Gradient methods are experiencing a growth in methodological and theoretical developments owing to the challenges of optimization problems arising in data science. Focusing on data science applications with expensive objective function evaluations yet inexpensive gradient function evaluations, gradient methods that never make objective function evaluations are either being rejuvenated or actively developed. However, as we show, such gradient methods are all susceptible to catastrophic divergence under realistic conditions for data science applications. In light of this, gradient methods which make use of objective function evaluations become more appealing, yet, as we show, can result in an exponential increase in objective evaluations between accepted iterates. As a result, existing gradient methods are poorly suited to the needs of optimization problems arising from data science. In this work, we address this gap by developing a generic methodology that economically uses objective function evaluations in a problem-driven manner to prevent catastrophic divergence and avoid an explosion in objective evaluations between accepted iterates. Our methodology allows for specific procedures that can make use of specific step size selection methodologies or search direction strategies, and we develop a novel step size selection methodology that is well-suited to data science applications. We show that a procedure resulting from our methodology is highly competitive with standard optimization methods on CUTEst test problems. We then show a procedure resulting from our methodology is highly favorable relative to standard optimization methods on optimization problems arising in our target data science applications. Thus, we provide a novel gradient methodology that is better suited to optimization problems arising in data science.

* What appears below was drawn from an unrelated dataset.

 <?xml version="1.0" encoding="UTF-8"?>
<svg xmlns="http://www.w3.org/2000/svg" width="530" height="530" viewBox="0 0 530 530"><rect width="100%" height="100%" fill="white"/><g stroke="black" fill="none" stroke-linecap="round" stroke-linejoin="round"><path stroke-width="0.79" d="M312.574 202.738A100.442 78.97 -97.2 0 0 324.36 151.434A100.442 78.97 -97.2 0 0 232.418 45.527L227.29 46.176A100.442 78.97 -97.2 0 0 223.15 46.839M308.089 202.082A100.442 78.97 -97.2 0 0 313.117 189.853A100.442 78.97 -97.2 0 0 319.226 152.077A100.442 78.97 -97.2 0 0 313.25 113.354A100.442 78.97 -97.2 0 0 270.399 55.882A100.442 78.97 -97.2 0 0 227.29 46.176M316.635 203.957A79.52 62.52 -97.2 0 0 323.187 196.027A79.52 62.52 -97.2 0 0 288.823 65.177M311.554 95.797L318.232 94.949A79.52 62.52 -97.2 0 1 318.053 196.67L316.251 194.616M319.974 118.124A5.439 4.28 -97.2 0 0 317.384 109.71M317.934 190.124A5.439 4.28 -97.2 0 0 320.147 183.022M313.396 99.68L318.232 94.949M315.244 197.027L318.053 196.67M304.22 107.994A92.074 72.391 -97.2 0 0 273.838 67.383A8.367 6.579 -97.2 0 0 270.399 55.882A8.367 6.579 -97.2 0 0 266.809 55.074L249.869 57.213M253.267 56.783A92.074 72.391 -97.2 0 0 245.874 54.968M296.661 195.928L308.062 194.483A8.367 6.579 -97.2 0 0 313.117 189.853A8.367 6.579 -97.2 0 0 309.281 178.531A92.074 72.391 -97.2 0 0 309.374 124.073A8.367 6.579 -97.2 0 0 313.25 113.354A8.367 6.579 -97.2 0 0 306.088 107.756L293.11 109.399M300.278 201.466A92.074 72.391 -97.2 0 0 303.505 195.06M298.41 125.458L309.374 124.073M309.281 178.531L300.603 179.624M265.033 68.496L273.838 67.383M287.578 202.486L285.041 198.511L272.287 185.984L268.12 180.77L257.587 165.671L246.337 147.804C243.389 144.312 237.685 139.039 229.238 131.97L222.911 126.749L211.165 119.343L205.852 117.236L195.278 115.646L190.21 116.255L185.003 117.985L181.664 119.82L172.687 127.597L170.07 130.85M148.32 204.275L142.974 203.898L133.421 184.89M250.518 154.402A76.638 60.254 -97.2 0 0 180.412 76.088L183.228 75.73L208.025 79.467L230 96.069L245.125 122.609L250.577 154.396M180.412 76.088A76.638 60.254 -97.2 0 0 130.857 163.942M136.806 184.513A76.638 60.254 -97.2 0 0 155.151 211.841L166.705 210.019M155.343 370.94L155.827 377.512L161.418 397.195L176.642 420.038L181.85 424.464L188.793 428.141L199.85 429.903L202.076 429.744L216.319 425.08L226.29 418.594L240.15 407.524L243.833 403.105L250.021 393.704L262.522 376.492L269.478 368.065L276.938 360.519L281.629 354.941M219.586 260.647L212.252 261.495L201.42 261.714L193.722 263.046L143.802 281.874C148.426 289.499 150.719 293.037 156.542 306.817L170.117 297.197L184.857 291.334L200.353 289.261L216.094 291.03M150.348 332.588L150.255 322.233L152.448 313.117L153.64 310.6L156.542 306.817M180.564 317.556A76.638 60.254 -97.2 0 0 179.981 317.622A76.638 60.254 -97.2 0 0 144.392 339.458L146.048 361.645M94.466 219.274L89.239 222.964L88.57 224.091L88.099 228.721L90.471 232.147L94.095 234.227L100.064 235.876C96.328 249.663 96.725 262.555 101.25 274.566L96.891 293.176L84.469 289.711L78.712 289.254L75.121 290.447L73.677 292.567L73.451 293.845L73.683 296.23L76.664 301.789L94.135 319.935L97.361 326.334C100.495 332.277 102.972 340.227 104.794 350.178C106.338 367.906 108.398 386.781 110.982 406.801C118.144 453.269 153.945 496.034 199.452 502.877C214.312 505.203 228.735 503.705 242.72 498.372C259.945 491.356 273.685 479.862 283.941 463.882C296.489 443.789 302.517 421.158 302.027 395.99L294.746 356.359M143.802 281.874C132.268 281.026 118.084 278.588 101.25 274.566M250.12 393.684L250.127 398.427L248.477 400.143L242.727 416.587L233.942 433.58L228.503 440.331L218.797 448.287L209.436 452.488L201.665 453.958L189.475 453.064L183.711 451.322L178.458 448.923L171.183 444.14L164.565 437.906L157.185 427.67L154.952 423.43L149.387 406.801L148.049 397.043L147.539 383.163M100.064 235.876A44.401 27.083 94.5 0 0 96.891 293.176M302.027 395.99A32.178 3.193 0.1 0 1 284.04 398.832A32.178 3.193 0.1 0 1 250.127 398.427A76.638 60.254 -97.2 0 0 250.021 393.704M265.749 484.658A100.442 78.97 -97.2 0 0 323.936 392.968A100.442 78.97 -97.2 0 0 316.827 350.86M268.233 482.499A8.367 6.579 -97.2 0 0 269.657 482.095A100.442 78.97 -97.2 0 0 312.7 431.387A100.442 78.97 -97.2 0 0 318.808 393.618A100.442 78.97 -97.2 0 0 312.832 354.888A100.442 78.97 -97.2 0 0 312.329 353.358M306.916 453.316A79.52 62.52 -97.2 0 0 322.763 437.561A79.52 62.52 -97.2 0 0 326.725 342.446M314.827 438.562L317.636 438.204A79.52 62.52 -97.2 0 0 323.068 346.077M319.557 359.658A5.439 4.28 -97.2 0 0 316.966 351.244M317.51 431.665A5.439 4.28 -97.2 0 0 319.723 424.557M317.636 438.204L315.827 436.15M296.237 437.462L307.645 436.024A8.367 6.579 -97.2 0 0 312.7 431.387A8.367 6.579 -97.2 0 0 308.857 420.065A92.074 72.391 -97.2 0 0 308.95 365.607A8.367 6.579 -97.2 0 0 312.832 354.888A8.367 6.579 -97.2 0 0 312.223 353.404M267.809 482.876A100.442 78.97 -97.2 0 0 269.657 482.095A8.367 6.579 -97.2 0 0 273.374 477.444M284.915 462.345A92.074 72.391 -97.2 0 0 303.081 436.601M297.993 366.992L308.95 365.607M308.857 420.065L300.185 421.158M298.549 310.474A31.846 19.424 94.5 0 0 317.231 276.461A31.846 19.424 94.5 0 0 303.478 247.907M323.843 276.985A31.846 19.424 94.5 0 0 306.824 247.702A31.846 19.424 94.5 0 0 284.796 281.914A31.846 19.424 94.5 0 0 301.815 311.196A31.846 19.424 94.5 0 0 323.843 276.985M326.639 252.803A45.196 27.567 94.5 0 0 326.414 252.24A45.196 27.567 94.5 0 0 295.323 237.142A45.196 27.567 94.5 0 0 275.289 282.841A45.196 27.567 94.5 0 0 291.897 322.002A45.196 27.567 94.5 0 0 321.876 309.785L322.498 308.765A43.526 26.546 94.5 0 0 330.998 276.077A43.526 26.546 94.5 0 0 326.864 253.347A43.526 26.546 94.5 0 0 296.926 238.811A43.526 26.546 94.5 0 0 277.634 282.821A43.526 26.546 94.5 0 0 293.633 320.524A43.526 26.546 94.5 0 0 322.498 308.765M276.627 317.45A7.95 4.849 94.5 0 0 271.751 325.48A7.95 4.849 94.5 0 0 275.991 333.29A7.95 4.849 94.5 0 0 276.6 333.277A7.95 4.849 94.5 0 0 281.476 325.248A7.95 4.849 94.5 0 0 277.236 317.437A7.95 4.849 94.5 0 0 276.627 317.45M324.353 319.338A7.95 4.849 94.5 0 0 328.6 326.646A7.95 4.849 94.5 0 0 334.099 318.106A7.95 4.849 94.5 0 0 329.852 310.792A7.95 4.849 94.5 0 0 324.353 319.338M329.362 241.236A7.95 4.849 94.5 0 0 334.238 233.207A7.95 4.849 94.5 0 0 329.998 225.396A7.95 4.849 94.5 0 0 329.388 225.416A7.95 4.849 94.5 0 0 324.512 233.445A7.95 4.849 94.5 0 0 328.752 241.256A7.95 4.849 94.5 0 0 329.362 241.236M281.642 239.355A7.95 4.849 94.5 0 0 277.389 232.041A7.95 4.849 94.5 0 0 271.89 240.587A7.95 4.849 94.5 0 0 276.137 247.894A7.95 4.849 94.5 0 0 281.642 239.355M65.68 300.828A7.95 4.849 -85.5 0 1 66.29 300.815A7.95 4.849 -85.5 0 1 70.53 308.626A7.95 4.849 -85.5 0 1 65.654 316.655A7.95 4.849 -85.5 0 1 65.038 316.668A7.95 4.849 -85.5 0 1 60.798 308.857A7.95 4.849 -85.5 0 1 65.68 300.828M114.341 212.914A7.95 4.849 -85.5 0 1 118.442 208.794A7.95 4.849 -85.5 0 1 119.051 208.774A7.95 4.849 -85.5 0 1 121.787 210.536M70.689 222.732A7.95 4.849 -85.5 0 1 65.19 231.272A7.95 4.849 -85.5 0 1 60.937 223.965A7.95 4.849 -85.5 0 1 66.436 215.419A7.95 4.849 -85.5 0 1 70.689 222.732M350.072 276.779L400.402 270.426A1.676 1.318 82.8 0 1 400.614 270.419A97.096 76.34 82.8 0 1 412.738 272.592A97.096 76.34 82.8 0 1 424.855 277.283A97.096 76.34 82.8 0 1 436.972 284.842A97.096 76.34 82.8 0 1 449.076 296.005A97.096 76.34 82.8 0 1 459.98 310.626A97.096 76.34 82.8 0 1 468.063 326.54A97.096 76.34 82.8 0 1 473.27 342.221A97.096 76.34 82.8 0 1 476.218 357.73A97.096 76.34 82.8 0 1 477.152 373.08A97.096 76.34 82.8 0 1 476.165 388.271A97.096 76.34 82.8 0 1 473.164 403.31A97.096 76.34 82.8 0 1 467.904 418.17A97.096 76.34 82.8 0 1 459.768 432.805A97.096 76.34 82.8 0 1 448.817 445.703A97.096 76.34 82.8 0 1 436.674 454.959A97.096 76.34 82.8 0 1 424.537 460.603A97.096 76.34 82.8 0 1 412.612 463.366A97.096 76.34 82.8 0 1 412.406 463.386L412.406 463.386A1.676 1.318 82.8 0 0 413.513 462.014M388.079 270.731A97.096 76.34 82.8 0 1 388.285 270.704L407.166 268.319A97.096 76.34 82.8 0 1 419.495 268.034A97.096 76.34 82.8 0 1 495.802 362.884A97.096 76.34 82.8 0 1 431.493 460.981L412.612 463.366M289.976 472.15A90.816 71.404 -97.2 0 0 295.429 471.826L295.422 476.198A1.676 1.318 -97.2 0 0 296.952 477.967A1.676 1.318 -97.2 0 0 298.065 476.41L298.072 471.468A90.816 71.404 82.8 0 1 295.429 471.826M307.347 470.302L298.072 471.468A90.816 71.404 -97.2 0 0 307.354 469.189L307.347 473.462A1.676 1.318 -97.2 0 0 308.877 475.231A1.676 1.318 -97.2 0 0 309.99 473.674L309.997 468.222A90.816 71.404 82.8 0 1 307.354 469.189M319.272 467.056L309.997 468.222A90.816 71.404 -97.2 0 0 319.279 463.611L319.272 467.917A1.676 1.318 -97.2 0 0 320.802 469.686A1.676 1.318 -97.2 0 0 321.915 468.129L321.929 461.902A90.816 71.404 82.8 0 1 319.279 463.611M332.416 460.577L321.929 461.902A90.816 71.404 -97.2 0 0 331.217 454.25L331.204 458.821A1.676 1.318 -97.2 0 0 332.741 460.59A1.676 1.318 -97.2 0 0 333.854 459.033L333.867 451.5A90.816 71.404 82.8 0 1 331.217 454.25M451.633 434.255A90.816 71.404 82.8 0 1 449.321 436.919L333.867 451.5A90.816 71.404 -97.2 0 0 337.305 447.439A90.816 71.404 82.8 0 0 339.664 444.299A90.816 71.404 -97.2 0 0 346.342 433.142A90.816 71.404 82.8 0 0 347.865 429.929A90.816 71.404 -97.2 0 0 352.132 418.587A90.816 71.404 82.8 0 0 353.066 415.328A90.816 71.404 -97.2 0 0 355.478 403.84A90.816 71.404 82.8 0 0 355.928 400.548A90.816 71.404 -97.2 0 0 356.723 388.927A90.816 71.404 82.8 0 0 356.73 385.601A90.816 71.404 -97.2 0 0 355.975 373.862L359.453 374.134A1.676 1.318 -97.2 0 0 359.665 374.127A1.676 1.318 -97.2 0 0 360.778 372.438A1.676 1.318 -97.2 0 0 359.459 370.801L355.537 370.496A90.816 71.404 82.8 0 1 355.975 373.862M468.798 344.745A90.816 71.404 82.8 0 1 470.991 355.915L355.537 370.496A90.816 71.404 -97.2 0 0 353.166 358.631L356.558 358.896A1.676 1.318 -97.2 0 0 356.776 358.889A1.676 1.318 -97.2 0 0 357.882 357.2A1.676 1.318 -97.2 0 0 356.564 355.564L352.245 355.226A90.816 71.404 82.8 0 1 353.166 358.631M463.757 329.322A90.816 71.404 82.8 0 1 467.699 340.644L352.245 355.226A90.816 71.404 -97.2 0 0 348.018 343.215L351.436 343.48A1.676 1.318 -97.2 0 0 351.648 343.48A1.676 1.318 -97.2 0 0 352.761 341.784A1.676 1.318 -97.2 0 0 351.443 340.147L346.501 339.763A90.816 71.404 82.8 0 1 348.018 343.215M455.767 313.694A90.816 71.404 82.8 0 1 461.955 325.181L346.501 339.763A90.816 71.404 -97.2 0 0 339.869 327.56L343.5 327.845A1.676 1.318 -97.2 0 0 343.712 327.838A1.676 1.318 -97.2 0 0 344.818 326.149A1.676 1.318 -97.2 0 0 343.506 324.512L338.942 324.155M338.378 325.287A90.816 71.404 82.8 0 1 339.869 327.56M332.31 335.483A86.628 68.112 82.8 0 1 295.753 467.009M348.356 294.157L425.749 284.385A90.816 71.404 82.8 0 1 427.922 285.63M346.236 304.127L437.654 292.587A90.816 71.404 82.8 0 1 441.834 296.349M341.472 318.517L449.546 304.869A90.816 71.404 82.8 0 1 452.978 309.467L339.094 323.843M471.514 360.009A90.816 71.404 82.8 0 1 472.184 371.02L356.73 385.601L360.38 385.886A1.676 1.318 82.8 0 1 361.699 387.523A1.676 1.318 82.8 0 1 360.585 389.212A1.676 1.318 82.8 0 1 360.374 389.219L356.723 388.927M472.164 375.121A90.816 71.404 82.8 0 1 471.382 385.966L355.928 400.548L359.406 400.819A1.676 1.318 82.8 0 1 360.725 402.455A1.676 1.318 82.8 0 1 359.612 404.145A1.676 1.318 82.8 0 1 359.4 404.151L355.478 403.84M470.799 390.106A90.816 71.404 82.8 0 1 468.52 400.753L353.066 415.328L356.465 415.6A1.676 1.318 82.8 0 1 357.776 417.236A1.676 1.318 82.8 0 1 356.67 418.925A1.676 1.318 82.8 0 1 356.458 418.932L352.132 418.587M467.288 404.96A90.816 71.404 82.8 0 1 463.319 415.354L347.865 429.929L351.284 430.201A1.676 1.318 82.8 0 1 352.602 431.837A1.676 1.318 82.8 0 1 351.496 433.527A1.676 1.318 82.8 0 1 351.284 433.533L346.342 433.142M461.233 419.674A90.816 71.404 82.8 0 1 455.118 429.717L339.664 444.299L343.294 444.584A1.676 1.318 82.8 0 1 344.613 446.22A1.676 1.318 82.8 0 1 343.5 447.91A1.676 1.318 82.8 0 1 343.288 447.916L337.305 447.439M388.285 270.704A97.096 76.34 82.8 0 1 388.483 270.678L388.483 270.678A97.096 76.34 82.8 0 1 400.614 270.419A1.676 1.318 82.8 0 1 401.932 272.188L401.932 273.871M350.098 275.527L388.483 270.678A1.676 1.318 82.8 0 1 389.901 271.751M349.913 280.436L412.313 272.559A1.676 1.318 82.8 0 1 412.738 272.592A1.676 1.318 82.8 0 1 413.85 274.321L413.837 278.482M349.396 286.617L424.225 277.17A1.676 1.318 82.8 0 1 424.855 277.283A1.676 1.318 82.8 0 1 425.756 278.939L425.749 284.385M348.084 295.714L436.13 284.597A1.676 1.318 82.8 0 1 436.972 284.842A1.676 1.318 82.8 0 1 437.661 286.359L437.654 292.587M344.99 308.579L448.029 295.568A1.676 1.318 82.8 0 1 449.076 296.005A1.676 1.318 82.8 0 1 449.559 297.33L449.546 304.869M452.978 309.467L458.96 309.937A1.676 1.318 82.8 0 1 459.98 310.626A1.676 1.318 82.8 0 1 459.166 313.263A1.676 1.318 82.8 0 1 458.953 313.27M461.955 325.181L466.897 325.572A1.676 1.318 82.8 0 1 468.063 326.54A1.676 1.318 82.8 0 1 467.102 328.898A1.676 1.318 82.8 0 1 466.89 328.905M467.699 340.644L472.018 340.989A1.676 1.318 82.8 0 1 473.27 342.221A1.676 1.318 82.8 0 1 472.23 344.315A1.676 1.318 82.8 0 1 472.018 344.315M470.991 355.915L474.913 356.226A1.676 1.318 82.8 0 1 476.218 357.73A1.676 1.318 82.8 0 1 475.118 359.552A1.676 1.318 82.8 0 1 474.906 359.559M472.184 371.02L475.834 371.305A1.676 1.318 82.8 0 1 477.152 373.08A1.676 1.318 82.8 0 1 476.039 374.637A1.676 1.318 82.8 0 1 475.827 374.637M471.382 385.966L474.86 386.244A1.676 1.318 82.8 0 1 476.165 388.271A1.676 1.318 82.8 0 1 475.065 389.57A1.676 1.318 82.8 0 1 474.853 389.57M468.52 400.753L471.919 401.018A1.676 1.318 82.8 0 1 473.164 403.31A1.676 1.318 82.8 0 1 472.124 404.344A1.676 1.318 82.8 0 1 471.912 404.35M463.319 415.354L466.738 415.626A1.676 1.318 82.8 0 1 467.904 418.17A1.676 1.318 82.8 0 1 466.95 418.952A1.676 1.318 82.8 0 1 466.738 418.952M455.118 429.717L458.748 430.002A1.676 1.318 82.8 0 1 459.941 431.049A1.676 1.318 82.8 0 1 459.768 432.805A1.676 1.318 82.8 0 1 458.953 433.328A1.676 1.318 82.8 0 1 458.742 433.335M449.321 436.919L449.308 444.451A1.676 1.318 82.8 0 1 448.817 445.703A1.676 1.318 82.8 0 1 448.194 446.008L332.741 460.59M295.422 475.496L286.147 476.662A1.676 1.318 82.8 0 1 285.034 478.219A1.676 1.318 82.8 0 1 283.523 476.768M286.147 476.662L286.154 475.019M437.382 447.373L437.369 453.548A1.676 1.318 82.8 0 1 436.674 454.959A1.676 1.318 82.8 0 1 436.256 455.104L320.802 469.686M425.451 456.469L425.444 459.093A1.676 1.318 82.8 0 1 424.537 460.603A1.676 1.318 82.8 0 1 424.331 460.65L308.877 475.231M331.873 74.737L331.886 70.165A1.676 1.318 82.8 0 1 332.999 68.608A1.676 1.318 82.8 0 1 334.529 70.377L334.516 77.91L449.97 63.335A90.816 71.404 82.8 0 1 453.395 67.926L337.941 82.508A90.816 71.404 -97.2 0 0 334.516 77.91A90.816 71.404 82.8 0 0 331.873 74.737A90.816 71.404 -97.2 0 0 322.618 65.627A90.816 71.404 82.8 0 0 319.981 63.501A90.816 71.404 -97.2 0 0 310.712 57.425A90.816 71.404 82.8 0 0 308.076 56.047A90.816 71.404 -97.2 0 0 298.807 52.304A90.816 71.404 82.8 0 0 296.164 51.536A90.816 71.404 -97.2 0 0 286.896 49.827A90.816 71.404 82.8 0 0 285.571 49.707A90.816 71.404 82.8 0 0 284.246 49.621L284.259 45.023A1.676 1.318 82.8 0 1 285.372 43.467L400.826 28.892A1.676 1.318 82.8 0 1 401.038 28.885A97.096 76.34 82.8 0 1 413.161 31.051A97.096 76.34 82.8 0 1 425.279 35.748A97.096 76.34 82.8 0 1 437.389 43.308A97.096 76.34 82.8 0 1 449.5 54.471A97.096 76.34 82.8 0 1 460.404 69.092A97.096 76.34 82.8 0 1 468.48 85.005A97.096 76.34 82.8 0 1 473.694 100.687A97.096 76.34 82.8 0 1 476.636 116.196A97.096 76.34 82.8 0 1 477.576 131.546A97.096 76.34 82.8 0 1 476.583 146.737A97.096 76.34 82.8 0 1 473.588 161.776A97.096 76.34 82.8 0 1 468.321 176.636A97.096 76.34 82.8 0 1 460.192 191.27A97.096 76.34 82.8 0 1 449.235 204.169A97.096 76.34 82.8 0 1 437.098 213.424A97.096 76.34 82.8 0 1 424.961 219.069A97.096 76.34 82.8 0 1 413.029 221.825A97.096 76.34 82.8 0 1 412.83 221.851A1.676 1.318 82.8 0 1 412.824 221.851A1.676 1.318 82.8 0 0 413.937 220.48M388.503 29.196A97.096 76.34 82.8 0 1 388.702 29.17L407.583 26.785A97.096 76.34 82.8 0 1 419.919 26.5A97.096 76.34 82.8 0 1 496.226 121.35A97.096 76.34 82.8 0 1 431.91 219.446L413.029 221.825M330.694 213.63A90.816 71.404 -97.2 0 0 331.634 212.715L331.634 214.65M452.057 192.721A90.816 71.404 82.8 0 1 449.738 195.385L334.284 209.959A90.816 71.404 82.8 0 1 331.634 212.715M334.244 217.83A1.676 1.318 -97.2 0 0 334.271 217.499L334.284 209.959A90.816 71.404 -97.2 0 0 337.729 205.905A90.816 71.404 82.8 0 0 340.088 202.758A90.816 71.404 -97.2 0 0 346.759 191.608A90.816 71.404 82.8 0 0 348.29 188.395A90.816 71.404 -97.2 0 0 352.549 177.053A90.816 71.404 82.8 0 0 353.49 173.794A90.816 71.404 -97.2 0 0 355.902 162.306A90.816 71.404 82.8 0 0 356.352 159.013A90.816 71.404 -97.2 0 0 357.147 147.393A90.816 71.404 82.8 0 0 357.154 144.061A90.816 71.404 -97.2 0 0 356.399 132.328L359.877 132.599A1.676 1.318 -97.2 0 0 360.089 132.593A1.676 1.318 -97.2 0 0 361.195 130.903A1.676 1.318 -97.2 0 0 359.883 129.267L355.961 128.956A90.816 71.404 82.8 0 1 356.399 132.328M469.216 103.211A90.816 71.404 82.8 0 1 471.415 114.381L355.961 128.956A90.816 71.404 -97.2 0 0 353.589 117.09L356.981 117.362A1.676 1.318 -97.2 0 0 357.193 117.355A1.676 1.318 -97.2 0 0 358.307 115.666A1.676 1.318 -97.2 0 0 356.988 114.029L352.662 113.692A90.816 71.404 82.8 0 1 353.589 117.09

翻译：梯度方法因数据科学中优化问题的挑战而在方法论和理论发展上日益增长。针对目标函数评估昂贵但梯度评估廉价的数据科学应用，那些从不进行目标函数评估的梯度方法要么被重新激活，要么正在积极发展。然而，正如我们所示，这类梯度方法在数据科学应用的实际条件下均容易发生灾难性发散。鉴于此，利用目标函数评估的梯度方法更具吸引力，但正如我们所示，这可能导致接受迭代步之间目标函数评估次数呈指数增长。因此，现有梯度方法难以适应数据科学优化问题的需求。本文通过开发一种通用方法填补了这一空白，该方法以问题驱动的方式经济地使用目标函数评估，既能防止灾难性发散，又能避免接受迭代步之间目标函数评估的爆炸式增长。我们的方法允许采用特定步长选择策略或搜索方向策略的具体算法，并开发了一种适用于数据科学应用的新型步长选择方法。实验表明，该方法产生的算法在CUTEst测试问题上与标准优化方法相比具有高度竞争力。随后我们证明，在目标数据科学应用的优化问题上，该方法产生的算法相较于标准优化方法展现出显著优势。因此，我们提供了一种更适用于数据科学优化问题的新型梯度方法。